The material provisions of the Merger Agreement are described in Empower’s definitive proxy statement/prospectus filed with the SEC on June 24, 2021 (as amended, the “Proxy Statement/Prospectus”) in the section entitled “
Proposal No.1—The Business Combination Proposal—The Merger Agreement
” beginning on page 104.
Through June 30, 2021, we neither engaged in any operations nor generated any operating revenues. Our only activities from inception through June 30, 2021 were organizational activities, those necessary to prepare for the Initial Public Offering, described below, searching for a business combination and activities in connection with the acquisition of Holley.

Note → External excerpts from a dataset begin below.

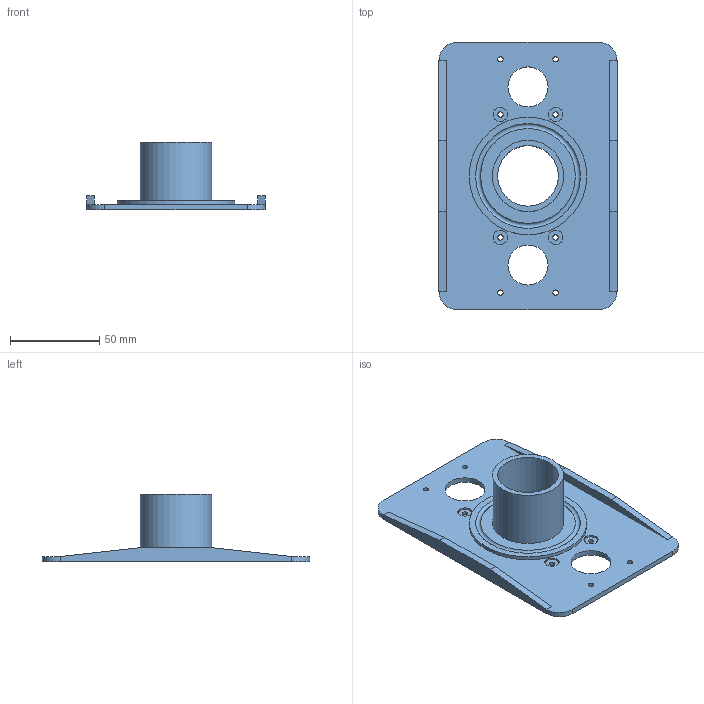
import cadquery as cq

plate_width = 100.0
plate_length = 150.0
plate_thickness = 3.0
corner_radius = 10.0

total_height = 38.0
tube_diameter = 40.0
tube_bore = 34.0
disc_diameter = 66.0
disc_height = 2.0
disc_top = plate_thickness + disc_height

groove_center_radius = 28.0
groove_round_radius = 1.5
groove_center_lift = 0.5

rail_width = 4.0
rail_height = 5.0
rail_length = plate_length - 2 * corner_radius
rail_flat_length = 40.0

motor_offset = 50.0
motor_bore = 22.5
screw_spacing = 31.0
screw_diameter = 3.0
counterbore_diameter = 8.0
counterbore_depth = 1.0


def cylinder(diameter, bottom, top, x=0.0, y=0.0):
    """Vertical cylinder between two heights."""
    return cq.Workplane("XY", origin=(x, y, bottom)).circle(diameter / 2).extrude(top - bottom)


def make_plate():
    """Flat base with rounded corners."""
    plate = cq.Workplane("XY").box(
        plate_width, plate_length, plate_thickness, centered=(True, True, False)
    )
    return plate.edges("|Z").fillet(corner_radius)


def make_rail(inner_x):
    """Rail with a trapezoid side profile, extending in +X from inner_x."""
    half_length = rail_length / 2
    half_flat = rail_flat_length / 2
    rail_top = plate_thickness + rail_height
    profile = [
        (-half_length, 0),
        (half_length, 0),
        (half_length, plate_thickness),
        (half_flat, rail_top),
        (-half_flat, rail_top),
        (-half_length, plate_thickness),
    ]
    return cq.Workplane("YZ", origin=(inner_x, 0, 0)).polyline(profile).close().extrude(rail_width)


def make_groove():
    """Ring of circular section, centred just above the top face of the disc."""
    return (
        cq.Workplane("XZ")
        .center(groove_center_radius, disc_top + groove_center_lift)
        .circle(groove_round_radius)
        .revolve(360, (-groove_center_radius, 0), (-groove_center_radius, 1))
    )


def cut_motor_mount(body, side):
    """Cut the bore and four screw holes of one mount; side is +1 or -1 along Y."""
    center_y = side * motor_offset
    inner_y = side * (motor_offset - screw_spacing / 2)
    outer_y = side * (motor_offset + screw_spacing / 2)
    body = body.cut(cylinder(motor_bore, 0, plate_thickness, y=center_y))
    for x in (-screw_spacing / 2, screw_spacing / 2):
        for y in (inner_y, outer_y):
            body = body.cut(cylinder(screw_diameter, 0, plate_thickness, x, y))
        recess_floor = plate_thickness - counterbore_depth
        body = body.cut(cylinder(counterbore_diameter, recess_floor, plate_thickness, x, inner_y))
    return body


body = make_plate()
for rail_inner_x in (-plate_width / 2, plate_width / 2 - rail_width):
    body = body.union(make_rail(rail_inner_x))
body = body.union(cylinder(disc_diameter, 0, disc_top))
body = body.cut(make_groove())
body = body.union(cylinder(tube_diameter, 0, total_height))
body = body.cut(cylinder(tube_bore, 0, total_height))
for mount_side in (-1, 1):
    body = cut_motor_mount(body, mount_side)

result = body
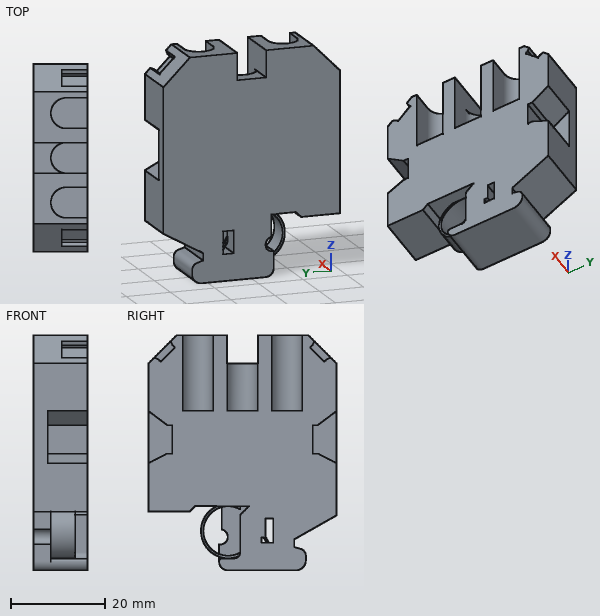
import math

import cadquery as cq

THICKNESS = 11.5
WIDTH = 40.0
HEIGHT = 50.0
HALF_WIDTH = WIDTH / 2

CHAMFER = 6.0
CHAMFER_ANGLE = 45.0
SHOULDER_Z = 12.5
SLOPE_TOP_Z = 11.7
CEILING_Z = 13.7
CEILING_EDGE_Y = -10.0

FOOT_FRONT_Y = -5.0
NECK_FRONT_Y = -4.45
FOOT_BACK_Y = 13.5
HOOK_Y = 11.0
HOOK_TOP_Z = 6.6
HOOK_BOTTOM_Z = 5.0
HOOK_TIP_Z = 4.3
FOOT_FRONT_RADIUS = 1.9
FOOT_BACK_RADIUS = 2.2
HOOK_TIP_RADIUS = 1.6
NOTCH_RADIUS = 1.6
NOTCH_Y = -4.75
NOTCH_Z = 7.15

PLATE_THICKNESS = 3.65
CAVITY_FLOOR_Z = 2.55
CAVITY_WALL_Y = -0.5
CAVITY_FILLET = 1.3
CAVITY_WALL_TOP_Z = 11.8
LIP_RADIUS = CAVITY_FLOOR_Z - FOOT_FRONT_RADIUS

SPRING_END_X = 8.85
RING_Y = -3.05
RING_Z = 8.4
RING_OUTER_RADIUS = 5.8
RING_THICKNESS = 0.55
LEAF_Y = 4.8
LEAF_Z = 6.9
LEAF_THICKNESS = 0.45
LEAF_LENGTH = 4.2
LEAF_ANGLE = 60.0

WINDOW_FRONT_Y = 4.05
WINDOW_BACK_Y = 6.5
WINDOW_BOTTOM_Z = 5.95
WINDOW_TOP_Z = 11.0
WINDOW_WALL_Y = 4.9
WINDOW_WALL_START_X = 4.2
WINDOW_WALL_BOTTOM_Z = 7.0

WELL_RADIUS = 3.25
WELL_START_X = 3.7
WELL_PITCH = 9.5
TOP_SLOT_DEPTH = 6.0
ENTRY_START_X = 3.0
ENTRY_TOP_Z = 33.9
ENTRY_BOTTOM_Z = 22.8
ENTRY_THROAT_TOP_Z = 30.9
ENTRY_THROAT_BOTTOM_Z = 24.85
ENTRY_TAPER_DEPTH = 4.0
ENTRY_DEPTH = 5.1
WELL_FLOOR_Z = ENTRY_TOP_Z

RECESS_START_X = 6.0
RECESS_LENGTH = 5.0
RECESS_TAPER_DEPTH = 0.85
RECESS_TAPER_RUN = 0.35
RECESS_DEPTH = 1.6


def box(x_range, y_range, z_range):
    """Box between the given limits."""
    size = [high - low for low, high in (x_range, y_range, z_range)]
    corner = (x_range[0], y_range[0], z_range[0])
    return cq.Workplane("XY").box(*size, centered=False).translate(corner)


def prism(points, x_start, x_end):
    """Polygon of (Y, Z) points extruded along X."""
    plane = cq.Workplane("YZ", origin=(x_start, 0, 0))
    return plane.polyline(points).close().extrude(x_end - x_start)


def cylinder(y, z, radius, x_start, x_end):
    """Cylinder lying along X."""
    plane = cq.Workplane("YZ", origin=(x_start, 0, 0))
    return plane.center(y, z).circle(radius).extrude(x_end - x_start)


def round_corner(solid, y, z, radius):
    """Fillet the edge along X whose middle lies nearest to (y, z)."""
    nearest = cq.selectors.NearestToPointSelector((THICKNESS / 2, y, z))
    return solid.edges("|X").edges(nearest).fillet(radius)


def body():
    """Housing and foot as one full-thickness outline."""
    shoulder_run = CEILING_Z - SHOULDER_Z
    outline = [
        (-HALF_WIDTH + CHAMFER, HEIGHT),
        (HALF_WIDTH - CHAMFER, HEIGHT),
        (HALF_WIDTH, HEIGHT - CHAMFER),
        (HALF_WIDTH, SLOPE_TOP_Z),
        (HOOK_Y, HOOK_TOP_Z),
        (HOOK_Y, HOOK_BOTTOM_Z),
        (FOOT_BACK_Y, HOOK_TIP_Z),
        (FOOT_BACK_Y, 0),
        (FOOT_FRONT_Y, 0),
        (FOOT_FRONT_Y, NOTCH_Z),
        (NECK_FRONT_Y, NOTCH_Z),
        (NECK_FRONT_Y, CEILING_Z),
        (CEILING_EDGE_Y, CEILING_Z),
        (CEILING_EDGE_Y - shoulder_run, SHOULDER_Z),
        (-HALF_WIDTH, SHOULDER_Z),
        (-HALF_WIDTH, HEIGHT - CHAMFER),
    ]
    solid = prism(outline, 0, THICKNESS)
    solid = round_corner(solid, FOOT_FRONT_Y, 0, FOOT_FRONT_RADIUS)
    solid = round_corner(solid, FOOT_BACK_Y, 0, FOOT_BACK_RADIUS)
    solid = round_corner(solid, FOOT_BACK_Y, HOOK_TIP_Z, HOOK_TIP_RADIUS)
    return solid.cut(cylinder(NOTCH_Y, NOTCH_Z, NOTCH_RADIUS, 0, THICKNESS))


def foot_cavity():
    """Space for the spring; its floor has a rounded front lip and a filleted rear corner."""
    diagonal = math.sqrt(0.5)
    lip_centre_z = CAVITY_FLOOR_Z - LIP_RADIUS
    lip_middle = (FOOT_FRONT_Y + LIP_RADIUS * (1 - diagonal), lip_centre_z + LIP_RADIUS * diagonal)
    fillet_middle = (
        CAVITY_WALL_Y - CAVITY_FILLET * (1 - diagonal),
        CAVITY_FLOOR_Z + CAVITY_FILLET * (1 - diagonal),
    )
    slope_run = CEILING_Z - CAVITY_WALL_TOP_Z
    profile = (
        cq.Workplane("YZ", origin=(PLATE_THICKNESS, 0, 0))
        .moveTo(FOOT_FRONT_Y, lip_centre_z)
        .threePointArc(lip_middle, (FOOT_FRONT_Y + LIP_RADIUS, CAVITY_FLOOR_Z))
        .lineTo(CAVITY_WALL_Y - CAVITY_FILLET, CAVITY_FLOOR_Z)
        .threePointArc(fillet_middle, (CAVITY_WALL_Y, CAVITY_FLOOR_Z + CAVITY_FILLET))
        .lineTo(CAVITY_WALL_Y, CAVITY_WALL_TOP_Z)
        .lineTo(CAVITY_WALL_Y + slope_run, CEILING_Z)
        .lineTo(FOOT_FRONT_Y, CEILING_Z)
        .close()
    )
    return profile.extrude(THICKNESS - PLATE_THICKNESS)


def foot_window():
    """Rectangular window in the plate, partly covered by the cavity wall behind it."""
    z_range = (WINDOW_BOTTOM_Z, WINDOW_TOP_Z)
    through = box((0, THICKNESS), (WINDOW_FRONT_Y, WINDOW_BACK_Y), z_range)
    wall = box(
        (WINDOW_WALL_START_X, THICKNESS),
        (WINDOW_FRONT_Y, WINDOW_WALL_Y),
        (WINDOW_WALL_BOTTOM_Z, WINDOW_TOP_Z),
    )
    return through.cut(wall)


def spring():
    """Ring in the cavity and the leaf that crosses the lower corner of the window."""
    inner_radius = RING_OUTER_RADIUS - RING_THICKNESS
    ring = cylinder(RING_Y, RING_Z, RING_OUTER_RADIUS, PLATE_THICKNESS, SPRING_END_X)
    ring = ring.cut(cylinder(RING_Y, RING_Z, inner_radius, PLATE_THICKNESS, SPRING_END_X))
    beyond_wall = 2 * RING_OUTER_RADIUS
    ring = ring.cut(
        box((0, THICKNESS), (CAVITY_WALL_Y, CAVITY_WALL_Y + beyond_wall), (0, CEILING_Z))
    )
    leaf_middle = (
        (PLATE_THICKNESS + SPRING_END_X) / 2,
        LEAF_Y,
        LEAF_Z,
    )
    leaf = (
        cq.Workplane("XY")
        .box(SPRING_END_X - PLATE_THICKNESS, LEAF_LENGTH, LEAF_THICKNESS)
        .rotate((0, 0, 0), (1, 0, 0), -LEAF_ANGLE)
        .translate(leaf_middle)
    )
    return ring.union(leaf)


def screw_well(y):
    """Vertical round-ended slot, open at the top and towards +X."""
    centre_x = WELL_START_X + WELL_RADIUS
    height = HEIGHT - WELL_FLOOR_Z
    round_end = cq.Workplane("XY", origin=(centre_x, y, WELL_FLOOR_Z)).circle(WELL_RADIUS).extrude(height)
    straight = box(
        (centre_x, THICKNESS), (y - WELL_RADIUS, y + WELL_RADIUS), (WELL_FLOOR_Z, HEIGHT)
    )
    return round_end.union(straight)


def wire_entry():
    """Tapered wire opening in the -Y end, open towards +X."""
    taper_end_y = -HALF_WIDTH + ENTRY_TAPER_DEPTH
    back_y = -HALF_WIDTH + ENTRY_DEPTH
    outline = [
        (-HALF_WIDTH, ENTRY_BOTTOM_Z),
        (taper_end_y, ENTRY_THROAT_BOTTOM_Z),
        (back_y, ENTRY_THROAT_BOTTOM_Z),
        (back_y, ENTRY_THROAT_TOP_Z),
        (taper_end_y, ENTRY_THROAT_TOP_Z),
        (-HALF_WIDTH, ENTRY_TOP_Z),
    ]
    return prism(outline, ENTRY_START_X, THICKNESS)


def label_recess():
    """Recess centred on the -Y chamfer: its ends taper inwards, then run square to the floor."""
    half_mouth = RECESS_LENGTH / 2
    half_floor = half_mouth - RECESS_TAPER_RUN
    outline = [
        (-half_mouth, 0),
        (-half_floor, -RECESS_TAPER_DEPTH),
        (-half_floor, -RECESS_DEPTH),
        (half_floor, -RECESS_DEPTH),
        (half_floor, -RECESS_TAPER_DEPTH),
        (half_mouth, 0),
    ]
    flat = prism(outline, RECESS_START_X, THICKNESS)
    tilted = flat.rotate((0, 0, 0), (1, 0, 0), CHAMFER_ANGLE)
    return tilted.translate((0, -HALF_WIDTH + CHAMFER / 2, HEIGHT - CHAMFER / 2))


def on_both_ends(cutter):
    """The cutter together with its mirror image at the +Y end."""
    return cutter.union(cutter.mirror("XZ"))


result = body().cut(foot_cavity()).cut(foot_window()).union(spring())
result = result.cut(
    box((0, THICKNESS), (-WELL_RADIUS, WELL_RADIUS), (HEIGHT - TOP_SLOT_DEPTH, HEIGHT))
)
for well_y in (-WELL_PITCH, 0, WELL_PITCH):
    result = result.cut(screw_well(well_y))
result = result.cut(on_both_ends(wire_entry())).cut(on_both_ends(label_recess()))

We expect that we will incur increased expenses as a result of being a public company (for legal, financial reporting, accounting and auditing compliance).
For the three months ended June 30, 2021, we had a net loss of $12,859,424, which consisted of formation and operating costs of $1,655,583, a change in fair value of warrant liability of 9,706,666, a loss on change in FPA liability of $1,500,000 and an unrealized loss on marketable securities held in the trust account of $4,366 which are offset by interest earned on marketable securities held in the trust account of $7,191.
For the six months ended June 30, 2021, we had a net loss of $15,876,912, which consisted of formation and operating costs of $4,592,939, a change in fair value of warrant liability of $10,143,333, a loss on change in FPA liability of $1,200,000, which are offset by interest earned on marketable securities held in the trust account of $59,360.